As the answer, set down the lines below from the one containing "on the cross" through the one containing "frame = frame.cut(cross_bore(pivot_inset, 0))", exactly and inclusively, and no others.
═══ Input data
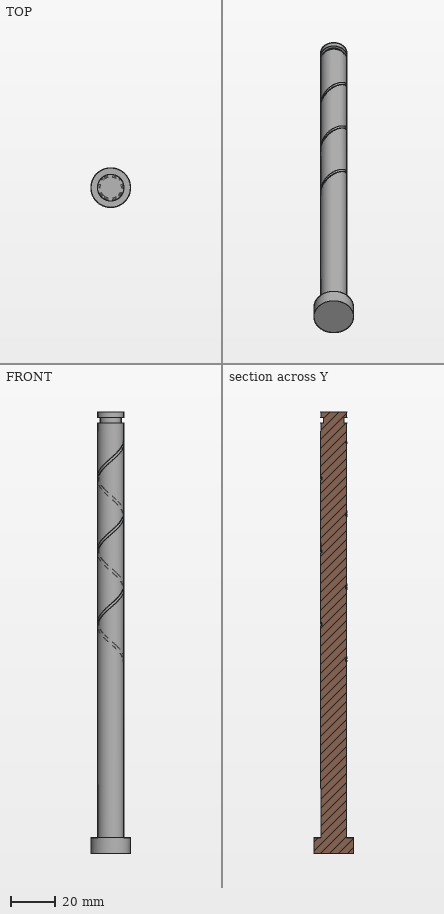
import cadquery as cq

total_height = 200.0
shaft_diameter = 12.0
head_diameter = 18.0
head_height = 7.2

ring_groove_diameter = 9.5
ring_groove_width = 2.5
tip_height = 2.5

helix_turns = 3
helix_pitch = 33.0
helix_top = 186.5
helix_groove_radius = 0.5

shaft_radius = shaft_diameter / 2


def make_pin():
    """Plain cylindrical shaft standing on its wider head."""
    head = cq.Workplane("XY").circle(head_diameter / 2).extrude(head_height)
    shaft = cq.Workplane("XY").circle(shaft_radius).extrude(total_height)
    return head.union(shaft)


def make_ring_groove():
    """Annular cutter for the square retaining groove."""
    groove_bottom = total_height - tip_height - ring_groove_width
    return (
        cq.Workplane("XY", origin=(0, 0, groove_bottom))
        .circle(head_diameter / 2)
        .circle(ring_groove_diameter / 2)
        .extrude(ring_groove_width)
    )


def make_helix_groove():
    """Right-handed round cutter swept around the shaft surface."""
    helix_height = helix_turns * helix_pitch
    helix_bottom = helix_top - helix_height
    start_center = cq.Vector(0, 0, helix_bottom)
    path = cq.Wire.makeHelix(helix_pitch, helix_height, shaft_radius, center=start_center)
    section_plane = cq.Plane(
        origin=path.startPoint(),
        xDir=(1, 0, 0),
        normal=path.tangentAt(0),
    )
    return (
        cq.Workplane(section_plane)
        .circle(helix_groove_radius)
        .sweep(cq.Workplane(path), isFrenet=True)
    )


result = make_pin().cut(make_ring_groove()).cut(make_helix_groove())
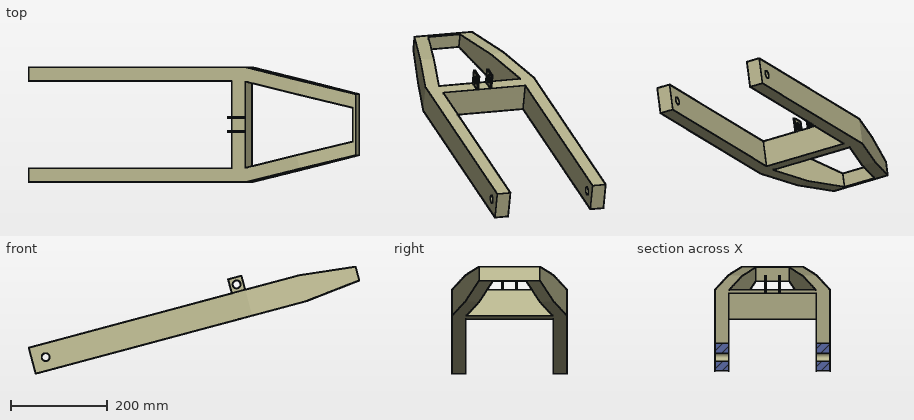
import cadquery as cq
import math

tilt_angle = 15.0
frame_width = 238.0
frame_height = 56.0
tube_width = 29.0

arm_length = 464.0
beam_depth = 29.0
beam_rear = arm_length - beam_depth
pivot_inset = 29.0
bore_diameter = 16.0

leg_reach = 233.0
nose_width = 126.0
nose_height = 30.0
leg_inset = (frame_width - nose_width) / 2
leg_length = math.hypot(leg_reach, leg_inset)
leg_angle = math.atan2(leg_inset, leg_reach)
taper_start = leg_length / 2

lug_height = 30.0
lug_thickness = 3.0
lug_spacing = 29.0
lug_bore_height = 15.0

half_width = frame_width / 2
half_height = frame_height / 2
arm_offset = half_width - tube_width / 2


def block(x_start, x_end, width, height):
    """Block centred on Y and Z, running from x_start to x_end."""
    length = x_end - x_start
    return cq.Workplane("XY").box(length, width, height).translate((x_start + length / 2, 0, 0))


def cross_bore(x, z):
    """Cylinder along Y, passing through the full frame width."""
    bore = cq.Workplane("XZ").circle(bore_diameter / 2).extrude(half_width, both=True)
    return bore.translate((x, 0, z))


def make_arm(side):
    return block(0, arm_length, tube_width, frame_height).translate((0, side * arm_offset, 0))


def make_leg():
    """Leg on the +Y side: full height at first, then tapering towards the nose."""
    profile = [
        (0, -half_height),
        (taper_start, -half_height),
        (leg_length, -nose_height / 2),
        (leg_length, nose_height / 2),
        (taper_start, half_height),
        (0, half_height),
    ]
    leg = cq.Workplane("XZ").polyline(profile).close().extrude(tube_width)
    leg = leg.rotate((0, 0, 0), (0, 0, 1), -math.degrees(leg_angle))
    return leg.translate((arm_length, half_width, 0))


def make_nose():
    """Bar filling the gap between the slanted end faces of the two legs."""
    front_x = arm_length + leg_reach
    front_y = nose_width / 2
    rear_x = front_x - tube_width * math.sin(leg_angle)
    rear_y = front_y - tube_width * math.cos(leg_angle)
    outline = [(front_x, front_y), (front_x, -front_y), (rear_x, -rear_y), (rear_x, rear_y)]
    return cq.Workplane("XY").polyline(outline).close().extrude(nose_height / 2, both=True)


def make_lug(side):
    """Plate on the cross beam, reaching from its underside to above its top."""
    plate = block(beam_rear, arm_length, lug_thickness, frame_height + lug_height)
    return plate.translate((0, side * lug_spacing / 2, lug_height / 2))


leg = make_leg()
frame = block(beam_rear, arm_length, frame_width, frame_height)
frame = frame.union(leg).union(leg.mirror("XZ")).union(make_nose())
for side in (-1, 1):
    frame = frame.union(make_arm(side)).union(make_lug(side))

frame = frame.cut(cross_bore(pivot_inset, 0))
frame = frame.cut(cross_bore(beam_rear + beam_depth / 2, half_height + lug_bore_height))

result = frame.rotate((0, 0, 0), (0, 1, 0), -tilt_angle)
══════
§ **Written response**
    """Plate on the cross beam, reaching from its underside to above its top."""
    plate = block(beam_rear, arm_length, lug_thickness, frame_height + lug_height)
    return plate.translate((0, side * lug_spacing / 2, lug_height / 2))


leg = make_leg()
frame = block(beam_rear, arm_length, frame_width, frame_height)
frame = frame.union(leg).union(leg.mirror("XZ")).union(make_nose())
for side in (-1, 1):
    frame = frame.union(make_arm(side)).union(make_lug(side))

frame = frame.cut(cross_bore(pivot_inset, 0))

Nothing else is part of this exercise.